Mobile devices are regulated by the new data protection law as are all technologies used for the processing of personal data. Not only do these devices maintain personal data, they also process information on the user. In addition, they are especially susceptible to being lost and potential GDPR violations.   Build your data processing arsenal There is no silver bullet to GDPR compliance. No single application you can buy or consultant you can hire. Instead, GDPR compliance takes a combination of people, process and technology. People. Set up a cross-functional data governance team, made up of the DPO, IT leaders and business leaders from a range of functions. This team will own the responsibility for GDPR compliance. They will own documentation of processes and decisions and policy development and do regular reviews of policies, processes, and technology choices. Processes. Once the data governance team has defined what personal data means, they need to share this understanding across the company. In addition, privacy rules must be documented and shared across all lines of business. This protects against violations of GDPR based on personal data access by disallowed individuals. Technology. There are a number of solutions that can accelerate and maintain GDPR compliance including:

• Case management systems for handling data subject requests.

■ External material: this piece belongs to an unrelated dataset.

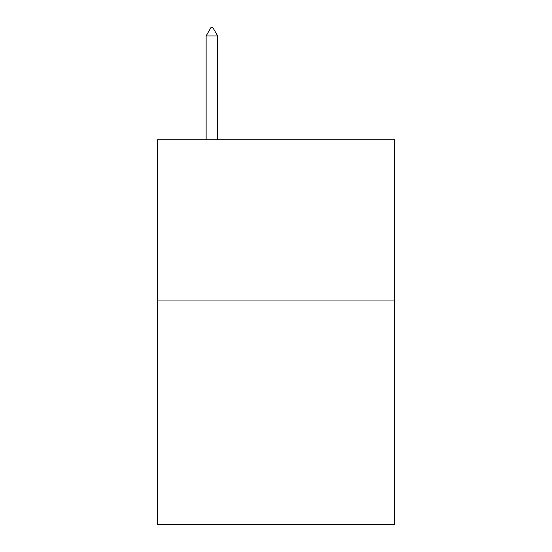 <?xml version="1.0" encoding="UTF-8"?>
<svg xmlns="http://www.w3.org/2000/svg" width="552" height="552" viewBox="0 0 552 552"><rect width="100%" height="100%" fill="white"/><g stroke="black" fill="none" stroke-linecap="round" stroke-linejoin="round"><path stroke-width="0.83" d="M394.59 300.04L394.59 524.4L157.41 524.4L157.41 139.78L394.59 139.78L394.59 300.04L157.41 300.04M217.667 35.935L212.858 27.6L210.933 27.6L206.131 35.935L217.667 35.935L217.667 139.78M206.131 35.935L206.131 139.78"/></g></svg>

• Data discovery systems for finding applications, structured data, and unstructured data.
• Consent management systems that track all relevant consent provisions.
• Identity and Access Management to track role management and who has access to which data.
• A range of system and network security tools including antivirus and cloud solutions.
• An extremely helpful solution, especially at the early stages of the GDPR journey is Software Asset Management (or SAM) which can help create the system, users, and device visibility required to ensure claims of “compliance” are based on a complete understanding of the business.
• GDPR IT Audit to pinpoint the potential flaws in your IT environment.